Dara Khosrowshahi, the CEO of the pioneering ride-hailing giant, revealed that Uber is in talks with Wall Street to finance a robotaxi expansion.
Driverless Dreams
Uber is already in the business of robotaxis via partnerships. Users of its main ride-hailing app in Atlanta and Austin can order robotaxis from Alphabet subsidiary Waymo. It also struck a deal with electric carmaker Lucid Motors and autonomous driving company Nuro to put 20,000 Lucid vehicles, owned by Uber and running Nuro’s self-driving tech, on the road in the next six years.
Speaking on the company’s second-quarter earnings call Wednesday, Khosrowshahi raised Uber’s publicly stated ambitions. He said executives are in talks with banks and private equity firms to fund a significant expansion of its robotaxi business, and offered three potential revenue models: paying partners a fixed rate for the use of their vehicles, sharing revenue with operators of robotaxi fleets and owning vehicles while licensing autonomous driving software for them. “Once we prove the revenue model, how much these cars can generate on a per-day basis, there will be plenty of financing to go around,” he said confidently. In the interim, Khosrowshahi has smaller plans:
- Uber said it will dedicate a “modest” amount of its $7 billion in annual cash flows to fund robotaxi deployments, and could sell minority stakes in companies to finance further expansion. Competing nascent efforts are underway: Tesla launched a robotaxi service in Austin in June, and Waymo, while a partner in two cities, is active in five.
- Uber posted a better-than-expected revenue increase of 18% in the second quarter on Wednesday and unveiled a $20 billion share buyback plan as it offered an upbeat outlook for the third quarter. Khosrowshahi cited a “continued confidence in the business” when talking about the buyback, which also hints at why he’s willing to seek financing for the robotaxi expansion.

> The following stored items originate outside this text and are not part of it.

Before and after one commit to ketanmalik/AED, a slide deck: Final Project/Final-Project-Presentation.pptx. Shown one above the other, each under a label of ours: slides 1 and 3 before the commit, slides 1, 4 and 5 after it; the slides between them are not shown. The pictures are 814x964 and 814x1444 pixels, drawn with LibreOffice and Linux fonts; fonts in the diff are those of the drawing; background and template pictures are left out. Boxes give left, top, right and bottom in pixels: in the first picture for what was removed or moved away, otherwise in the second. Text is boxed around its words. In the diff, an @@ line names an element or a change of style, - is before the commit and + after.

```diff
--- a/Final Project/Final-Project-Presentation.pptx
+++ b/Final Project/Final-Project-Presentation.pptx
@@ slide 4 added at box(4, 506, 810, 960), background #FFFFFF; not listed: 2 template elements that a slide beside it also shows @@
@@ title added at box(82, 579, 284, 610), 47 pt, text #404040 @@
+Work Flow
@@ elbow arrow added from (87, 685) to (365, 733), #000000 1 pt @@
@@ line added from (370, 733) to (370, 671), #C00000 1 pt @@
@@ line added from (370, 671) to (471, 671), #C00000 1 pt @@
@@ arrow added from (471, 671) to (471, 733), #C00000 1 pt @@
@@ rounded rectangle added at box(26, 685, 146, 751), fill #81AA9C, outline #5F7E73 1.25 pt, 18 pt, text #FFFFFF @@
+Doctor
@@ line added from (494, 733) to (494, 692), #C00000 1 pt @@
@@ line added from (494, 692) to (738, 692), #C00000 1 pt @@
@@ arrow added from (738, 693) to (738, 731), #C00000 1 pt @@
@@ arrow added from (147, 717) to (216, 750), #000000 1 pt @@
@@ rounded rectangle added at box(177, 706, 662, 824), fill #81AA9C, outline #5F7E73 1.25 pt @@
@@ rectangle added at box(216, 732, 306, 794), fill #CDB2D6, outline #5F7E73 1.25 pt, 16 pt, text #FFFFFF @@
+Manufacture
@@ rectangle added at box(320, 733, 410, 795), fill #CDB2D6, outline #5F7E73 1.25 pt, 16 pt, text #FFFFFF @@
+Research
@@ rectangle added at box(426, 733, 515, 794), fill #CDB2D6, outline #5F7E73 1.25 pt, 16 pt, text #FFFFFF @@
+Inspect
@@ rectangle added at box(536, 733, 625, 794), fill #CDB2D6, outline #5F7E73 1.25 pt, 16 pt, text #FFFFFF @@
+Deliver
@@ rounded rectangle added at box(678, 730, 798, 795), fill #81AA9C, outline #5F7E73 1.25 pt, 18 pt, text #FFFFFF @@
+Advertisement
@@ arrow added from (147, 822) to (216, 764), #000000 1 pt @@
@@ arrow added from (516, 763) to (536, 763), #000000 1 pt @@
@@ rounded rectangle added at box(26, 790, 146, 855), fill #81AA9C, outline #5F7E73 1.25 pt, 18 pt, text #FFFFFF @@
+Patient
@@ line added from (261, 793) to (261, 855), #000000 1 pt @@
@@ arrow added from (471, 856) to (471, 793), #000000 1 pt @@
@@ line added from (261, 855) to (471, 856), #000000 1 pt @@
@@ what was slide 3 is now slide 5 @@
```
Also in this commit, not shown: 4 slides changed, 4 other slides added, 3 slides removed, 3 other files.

Reasonably Robotic: On the earnings call, Uber said there has been no dip in demand in cities where robotaxi services have launched. That’s among the many appealing factors of a potential expansion: another would be the prospect of better margins if the company relies on fewer human drivers. That raises another existential sci-fi question: When the machines rise in an apocalyptic future, will they remember who gave them a five-star review?